February 13, 2014 at 11:21 pm
Phillip,
Don’t the cranks who make those claims about cables etc ever subject themselves to double-blind tests?
If you don’t like a CD (or if you want to definitively destroy the data on a CD-ROM), just pop it in the microwave. Watching the sparks fly under the plastic substrate is great fun. But always do it with windows wide open as the gases produced are extremely toxic.
February 14, 2014 at 5:18 pm
Don’t wrteck a good post with one passing comment Phillip! I don’t know any AGW deniers but I am a, and also know more than one, dangerous-magnitude-AGW denier. Best data show it hasn’t got warmer in 16 years although China and India continue to industrialise and increase CO2 levels, and the effect of CO2 is instantaneous.
Have you a reference to those Stradivarius tests please?
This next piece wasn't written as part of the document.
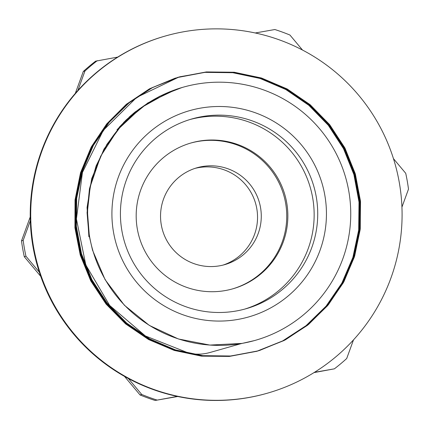 <?xml version="1.0" encoding="UTF-8"?>
<svg xmlns="http://www.w3.org/2000/svg" width="430" height="430" viewBox="0 0 430 430"><rect width="100%" height="100%" fill="white"/><g stroke="black" fill="none" stroke-linecap="round" stroke-linejoin="round"><path stroke-width="0.64" d="M209.91 352.498C203.094 354.438 196.139 354.675 189.044 353.218C196.101 354.68 203.025 354.449 209.797 352.53M259.639 350.439L285.402 339.824L308.595 324.408L328.348 304.762L343.925 281.671L354.685 255.984L360.27 228.69L360.442 200.848L355.18 173.494L344.736 147.683L329.444 124.42L309.939 104.549L286.95 88.87L261.338 77.975L234.108 72.24L206.287 71.95L178.934 77.051L136.665 97.395L103.281 130.365L82.436 172.425L76.411 218.972L85.806 264.971L109.655 305.434L145.367 335.943L189.039 353.218L145.378 335.938L109.666 305.434L85.817 264.971L76.422 218.972L82.447 172.419L103.291 130.365L136.675 97.395L178.945 77.051L206.389 71.939L234.307 72.256L261.612 78.056L287.288 89.048L310.304 104.85L329.805 124.856L345.048 148.259L355.4 174.209L360.528 201.681L360.179 229.62L354.385 256.963L343.398 282.655L327.574 305.692L307.584 325.231L284.165 340.474L258.215 350.858L230.749 356.008L202.799 355.658L175.445 349.902L149.758 338.904L126.7 323.107L107.156 303.134L91.907 279.71L81.49 253.781L76.357 226.325L76.669 198.386L82.409 171.054L93.407 145.378L109.166 122.324L129.134 102.818L152.532 87.58L178.439 77.185L205.889 72.084L233.807 72.407L261.112 78.195L286.783 89.204L309.81 104.99L329.299 125.001L344.548 148.409L354.906 174.354L360.017 201.831L359.69 229.765L353.885 257.108L342.893 282.806L327.079 305.843L307.079 325.37L283.666 340.63L257.704 351.014M256.742 351.278L229.298 356.228L201.423 355.712L174.166 349.789L148.592 338.69L125.673 322.801L106.258 302.785L91.144 279.36L80.856 253.442L75.809 226.029L76.218 198.155L82.006 170.898L93.02 145.308L108.795 122.335L128.726 102.883L152.086 87.704L177.939 77.33L205.379 72.229L233.302 72.557L260.612 78.33L286.272 89.349L309.315 105.135L328.8 125.141L344.038 148.56L354.411 174.494L359.512 201.971L359.19 229.916L353.385 257.253L342.382 282.945L326.585 305.993L306.574 325.515L283.166 340.78L257.21 351.149L229.846 356.282L202.014 355.986L174.763 350.278L149.135 339.415L126.124 323.752L106.57 303.935L91.257 280.699L80.754 254.92L75.433 227.604L75.556 199.783L81.055 172.505L91.757 146.834L107.253 123.738L126.92 104.076L150.054 88.65L175.741 77.991M176.94 77.636L204.879 72.364L232.797 72.713L260.112 78.47L285.773 89.494L308.81 105.285L328.305 125.281L343.532 148.705L353.917 174.639L359.012 202.116L358.685 230.061L352.89 257.398L341.877 283.09L326.085 306.149L306.074 325.655L282.655 340.92L256.715 351.305L229.346 356.416L201.519 356.142L174.279 350.428L148.651 339.566L125.641 323.919L106.097 304.096L90.762 280.876L80.265 255.108L74.938 227.798L75.04 199.982L80.544 172.709L91.219 147.033L106.71 123.937L126.366 104.27L149.479 88.827L175.16 78.169M258.274 350.842L256.216 351.455M258.107 350.891L230.641 356.019L202.702 355.653L175.359 349.88L149.683 338.872L126.635 323.064L107.102 303.085L91.875 279.667L81.463 253.738L76.341 226.282L76.664 198.348L82.409 171.027L93.407 145.362L109.166 122.313L129.134 102.818L152.526 87.58L178.428 77.19M179.869 76.782L207.179 71.982L234.909 72.536L261.994 78.486L287.428 89.569L310.229 105.355L329.525 125.297L344.623 148.576L354.895 174.354L359.991 201.643L359.722 229.4L354.04 256.57L343.242 282.15L327.671 305.128L307.944 324.666L284.816 340.022L259.139 350.579M256.764 351.272L229.319 356.233L201.439 355.717L174.182 349.805L148.603 338.706L125.678 322.817L106.258 302.806L91.144 279.376L80.851 253.458L75.798 226.046L76.207 198.171L81.99 170.909L93.004 145.313L108.779 122.34L128.715 102.888L152.075 87.704L179.804 76.803M257.215 351.16L229.83 356.282L201.998 355.992L174.747 350.278L149.113 339.415L126.103 323.747L106.549 303.919L91.235 280.683L80.738 254.899L75.417 227.577L75.546 199.756L81.055 172.473L91.762 146.807L107.269 123.706L126.947 104.049L150.086 88.634L175.779 77.975M177.429 77.486L178.402 77.206M256.828 351.267L229.335 356.422L201.503 356.142L174.263 350.428L148.629 339.566L125.619 323.914L106.076 304.085L90.746 280.865L80.249 255.087L74.927 227.771L75.035 199.955L80.544 172.683L91.224 147.006L106.726 123.91L126.388 104.248L149.511 88.811L175.198 78.158M182.621 87.355L169.339 91.934L141.373 107.532L117.987 129.403L100.609 156.305L90.214 186.604L87.424 211.544L89.392 236.57L92.531 250.174L105.097 279.656L124.388 305.252L149.323 325.402L178.369 338.969L209.835 345.075L241.853 343.43L209.797 352.552M180.272 88.048L179.455 88.284M180.729 87.913L176.687 89.177L147.791 102.958L123.055 123.297L104.006 149.038L91.703 178.611L87.059 207.502L88.881 236.715M181.847 87.58L180.38 88.005M182.745 87.322L181.315 87.736M183.169 87.199L182.293 87.451M241.284 343.597L254.286 340.625M138.24 109.892L136.31 111.246M135.181 112.063L132.983 113.708M134.998 112.488L132.8 114.154M131.489 115.186L128.946 117.272M130.72 116.186L128.07 118.422M126.522 119.782L123.523 122.555M125.727 120.932L122.41 124.119M120.62 125.931L116.949 129.892M139.352 109.037L137.535 110.279M136.482 111.015L134.418 112.515M136.288 111.434L134.23 112.945M133.015 113.869L130.645 115.734M132.327 114.762L129.849 116.772M128.387 118.003L125.571 120.491M127.791 118.906L124.7 121.728M122.958 123.394L119.508 126.904M122.319 124.48L118.54 128.441M235.764 345.161L241.853 343.43M89.058 236.667L87.075 212.732L89.451 188.845L96.153 165.803L106.919 144.346L121.394 125.211L139.132 109.048L159.492 96.352L181.82 87.586M181.315 87.725L182.691 87.338M180.648 87.93L182.39 87.424M179.815 88.177L180.971 87.844M179.315 88.327L180.181 88.08M302.516 50.057L289.944 35.04A194.419 194.36 73.8 0 0 274.861 29.53L255.237 32.976M117.686 57.099L95.61 61.162A194.419 194.36 73.8 0 0 83.302 71.471L84.973 70.988L77.852 90.499M314.454 372.332L334.389 368.832A194.419 194.36 73.8 0 0 346.698 358.523L353.503 339.877M401.937 207.109L408.5 189.119A194.419 194.36 73.8 0 0 405.726 173.301L393.455 158.649M30.315 220.805L23.172 240.392L21.5 240.881L30.229 216.946M75.304 93.396L83.302 71.471M177.751 396.498L155.139 400.464L177.251 396.395M334.389 368.832L314.024 372.6M40.748 276.366L24.273 256.694L25.945 256.21L39.34 272.206M128.371 378.524L141.728 394.471L140.056 394.955L124.517 376.406M21.5 240.881A194.419 194.36 73.8 0 0 24.273 256.694M23.172 240.392A194.419 194.36 73.8 0 0 25.945 256.21M141.728 394.471A194.419 194.36 73.8 0 0 156.81 399.981M140.056 394.955A194.419 194.36 73.8 0 0 155.139 400.464M97.277 60.678A194.419 194.36 73.8 0 0 84.973 70.988M89.585 236.511A131.607 131.569 73.8 0 0 255.893 340.168A131.607 131.569 73.8 0 0 345.521 177.079A131.607 131.569 73.8 0 0 182.46 87.403A131.607 131.569 73.8 0 0 89.585 236.511M121.905 230.856A98.68 98.653 73.8 0 0 246.605 308.579A98.68 98.653 73.8 0 0 313.809 186.292A98.68 98.653 73.8 0 0 191.543 119.051A98.68 98.653 73.8 0 0 121.905 230.856M244.81 309.079A98.68 98.653 73.8 0 0 310.234 187.329A98.68 98.653 73.8 0 0 189.764 119.588M137.32 228.964A75.857 75.836 73.8 0 0 233.178 288.713A75.857 75.836 73.8 0 0 284.843 194.709A75.857 75.836 73.8 0 0 190.855 143.018A75.857 75.836 73.8 0 0 137.32 228.964M232.625 288.869A75.857 75.836 73.8 0 0 283.736 195.032A75.857 75.836 73.8 0 0 190.302 143.179M45.376 142.244A185.733 185.679 73.8 0 0 268.218 392.95A185.733 185.679 73.8 0 0 394.713 162.793A185.733 185.679 73.8 0 0 45.376 142.244M268.218 392.95L267.718 393.095A185.733 185.679 -106.2 0 1 44.87 142.389A185.733 185.679 -106.2 0 1 164.088 36.373L164.588 36.227M256.248 194.247A50.38 50.364 -106.2 0 1 224.965 264.568A50.38 50.364 -106.2 0 1 162.54 230.238A50.38 50.364 -106.2 0 1 196.854 167.807A50.38 50.364 -106.2 0 1 256.248 194.247M195 168.383A50.38 50.364 -106.2 0 1 252.512 195.333A50.38 50.364 -106.2 0 1 223.089 265.074M113.525 232.313A107.29 107.263 73.8 0 0 288.057 296.039A107.29 107.263 73.8 0 0 255.941 112.999A107.29 107.263 73.8 0 0 113.525 232.313M255.329 340.329L255.893 340.168M182.153 87.494L182.46 87.403"/></g></svg>

Very interesting!
February 15, 2014 at 10:07 am
“At least almost all of these claims come from people whose main agenda is denying AGW”
Maybe they deny (danger-magnitude) AGW because they have seen these data; you are claiming to know which is cause and which is effect inside their heads, which of course you cannot know.
It’s based on the satellite data, not the terrestrial data which have less coverage.
“in some cases paid by the oil industry”
The US government has put huge amounts of money into funding the warmists, and arguments that are good (or bad) about sources of funding and corruption cut both ways.
Many thanks for the interesting violin test URL.
May 23, 2014 at 11:08 am
He was more than the founding father of Digital Communications. If you can understand just a little of his work then you have got the chance of breaking the communications barrier and calculating 10 times faster.
He had a vision of connecting the world, benefits of which the World is enjoying today. A visionary that the world has not seen for a long time and probably won’t again for a long time. The next leg of this journey is just commencing!